Apple Patent Policies Go to the Supreme Court

The relationship between the Apple brand and intellectual property is complex, to put it mildly. Throughout the years, Apple has both sued and been sued for violating other companies’ or individuals’ rights as patent holders. In the most highly publicized and recent such case, Apple won the patent lawsuit it filed against Samsung. We’ve written about that in our post containing 10 predictions about the future of Apple, which says the tech giant is only going to become more adamant about protecting their own intellectual property rights. Now, by the looks of it, we’re on the money with that prediction, given the fact that Apple has recently joined the ranks of 13 companies asking the U.S. Supreme Court to curb patent abuse. This latest installment in the saga of Apple patent policies, which also involves Google, among other companies, is unfurling against the backdrop of a $2 billion lawsuit.

Apple patent policies are obviously going to grow increasingly strict, as the company strives to maintain its edge on the tech and gadget market. Company representatives have addressed Supreme Court justices, bringing before the gripes about the many ‘frivolous’ law suits they’re facing. According to the brand’s spokespersons, within the last two years alone, Apple has been sued 92 times by various companies in the patent business. As of the time this article was written, Apple was dealing with 228 unresolved patent claims, all of them handled by two lawyers whose sole job description is to handle demands for royalties.
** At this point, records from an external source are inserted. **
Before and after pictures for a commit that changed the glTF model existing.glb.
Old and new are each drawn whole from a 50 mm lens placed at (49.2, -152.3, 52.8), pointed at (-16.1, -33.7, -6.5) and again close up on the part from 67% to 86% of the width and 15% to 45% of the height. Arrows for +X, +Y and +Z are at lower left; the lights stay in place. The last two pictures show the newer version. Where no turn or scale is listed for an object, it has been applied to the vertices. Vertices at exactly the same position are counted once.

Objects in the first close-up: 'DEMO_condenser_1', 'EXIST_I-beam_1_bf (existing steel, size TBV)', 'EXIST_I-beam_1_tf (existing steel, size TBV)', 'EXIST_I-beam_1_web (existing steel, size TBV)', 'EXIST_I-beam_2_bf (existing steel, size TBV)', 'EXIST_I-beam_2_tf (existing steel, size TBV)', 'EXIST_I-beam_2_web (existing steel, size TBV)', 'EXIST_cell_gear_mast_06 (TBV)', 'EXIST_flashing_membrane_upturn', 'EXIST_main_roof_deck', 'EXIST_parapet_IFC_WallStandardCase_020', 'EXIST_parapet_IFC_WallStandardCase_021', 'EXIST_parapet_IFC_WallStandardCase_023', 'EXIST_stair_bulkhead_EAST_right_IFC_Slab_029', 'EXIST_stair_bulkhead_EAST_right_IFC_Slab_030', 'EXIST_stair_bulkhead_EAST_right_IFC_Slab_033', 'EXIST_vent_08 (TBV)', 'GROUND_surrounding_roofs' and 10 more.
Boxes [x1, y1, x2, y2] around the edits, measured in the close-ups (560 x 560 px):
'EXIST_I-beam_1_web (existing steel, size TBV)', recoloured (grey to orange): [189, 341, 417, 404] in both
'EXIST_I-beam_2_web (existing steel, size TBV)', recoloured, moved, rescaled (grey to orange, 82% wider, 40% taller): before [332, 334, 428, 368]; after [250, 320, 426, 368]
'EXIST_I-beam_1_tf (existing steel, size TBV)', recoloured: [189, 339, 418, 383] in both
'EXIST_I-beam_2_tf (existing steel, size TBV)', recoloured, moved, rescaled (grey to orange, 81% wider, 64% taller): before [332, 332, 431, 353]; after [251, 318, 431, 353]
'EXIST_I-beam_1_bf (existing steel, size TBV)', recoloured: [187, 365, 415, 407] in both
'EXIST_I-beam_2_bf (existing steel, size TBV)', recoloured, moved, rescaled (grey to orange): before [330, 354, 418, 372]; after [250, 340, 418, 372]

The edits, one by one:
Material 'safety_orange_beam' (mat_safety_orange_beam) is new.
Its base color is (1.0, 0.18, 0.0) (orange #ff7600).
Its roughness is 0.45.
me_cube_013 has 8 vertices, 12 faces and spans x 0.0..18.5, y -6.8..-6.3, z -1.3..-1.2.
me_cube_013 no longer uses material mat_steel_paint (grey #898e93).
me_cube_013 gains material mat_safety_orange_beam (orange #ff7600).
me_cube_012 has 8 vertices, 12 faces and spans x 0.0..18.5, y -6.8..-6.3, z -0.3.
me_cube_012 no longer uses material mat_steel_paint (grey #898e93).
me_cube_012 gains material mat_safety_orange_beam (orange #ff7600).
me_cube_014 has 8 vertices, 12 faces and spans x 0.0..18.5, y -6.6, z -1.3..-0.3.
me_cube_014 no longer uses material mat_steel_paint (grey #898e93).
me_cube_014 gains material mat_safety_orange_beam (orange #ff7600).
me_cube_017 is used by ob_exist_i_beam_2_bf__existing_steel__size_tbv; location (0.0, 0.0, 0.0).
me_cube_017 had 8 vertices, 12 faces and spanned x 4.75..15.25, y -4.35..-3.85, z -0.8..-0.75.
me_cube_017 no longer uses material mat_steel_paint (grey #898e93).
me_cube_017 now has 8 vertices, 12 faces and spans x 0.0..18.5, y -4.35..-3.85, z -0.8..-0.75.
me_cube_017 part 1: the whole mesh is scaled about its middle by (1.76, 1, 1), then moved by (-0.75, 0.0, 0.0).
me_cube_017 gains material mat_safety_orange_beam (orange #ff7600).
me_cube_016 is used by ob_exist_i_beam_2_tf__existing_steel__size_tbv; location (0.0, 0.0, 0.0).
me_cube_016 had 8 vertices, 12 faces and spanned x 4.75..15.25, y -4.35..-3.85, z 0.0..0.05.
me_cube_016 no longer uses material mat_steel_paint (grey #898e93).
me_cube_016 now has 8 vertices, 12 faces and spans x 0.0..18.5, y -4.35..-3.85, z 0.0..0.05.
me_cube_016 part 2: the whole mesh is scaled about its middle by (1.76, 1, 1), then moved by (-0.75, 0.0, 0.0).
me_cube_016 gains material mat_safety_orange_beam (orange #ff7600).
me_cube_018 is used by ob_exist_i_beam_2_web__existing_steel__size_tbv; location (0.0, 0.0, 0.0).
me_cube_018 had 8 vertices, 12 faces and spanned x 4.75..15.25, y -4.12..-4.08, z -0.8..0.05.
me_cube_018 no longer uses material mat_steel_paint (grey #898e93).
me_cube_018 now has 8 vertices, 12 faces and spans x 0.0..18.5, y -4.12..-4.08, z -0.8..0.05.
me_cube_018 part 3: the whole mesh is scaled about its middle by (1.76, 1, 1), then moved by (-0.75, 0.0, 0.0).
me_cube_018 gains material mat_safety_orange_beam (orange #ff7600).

Apple, Google, and the rest of the companies involved in this high profile case, are arguing that companies dealing with patent assertion benefit from an unfair advantage. They literally don’t make anything, which renders them immune to infringement cases. As such, they can’t be sued back by companies which they themselves sue for patent infringement. To this end, the companies that have taken the case to the Supreme Court, are asking the institution to make it easier for them to get their lawyers’ fees back from those that sue for infringement and lose.

More patent gripes from around the world

The state of the legal system in the United States is the way it is, with companies that hold patents being allowed to sue for no particular reason, Apple patent policies claim. And we wonder what this situation is like around the world. Apparently, things aren’t that much different halfway around the globe, in Germany. IPCom, a Germany-based company that holds patents, has recently filed a legal case against Apple, claiming that the U.S. brand has infringed two of its cellular technology patents. The patents in question have to do with the management of emergency access, by priorities, in cases of wireless network overloads.

Should Apple lose this lawsuit, it will have to pay over $2 billion in damages to the German company. It’s also worth noting that IPCom has obtained the two patents in question from the local firm Robert Bosch GmbH, whose main object of activity is making automotive parts. It holds said patents both for Germany, as well as at European level. Now, at the time IPCom obtained the European patent, Apple joined several other companies (among which Nokia and HTC) in asking the European Patent Office to invalidate it. However, this request was denied by the European patent authority.

Will the joint effort by some of the biggest names in tech succeed? Will the U.S. Supreme Court grant the fifteen companies involved their demand? It remains to be seen – however, it’s important to note that, should this occur, Apple patent policies aren’t likely to become more relaxed.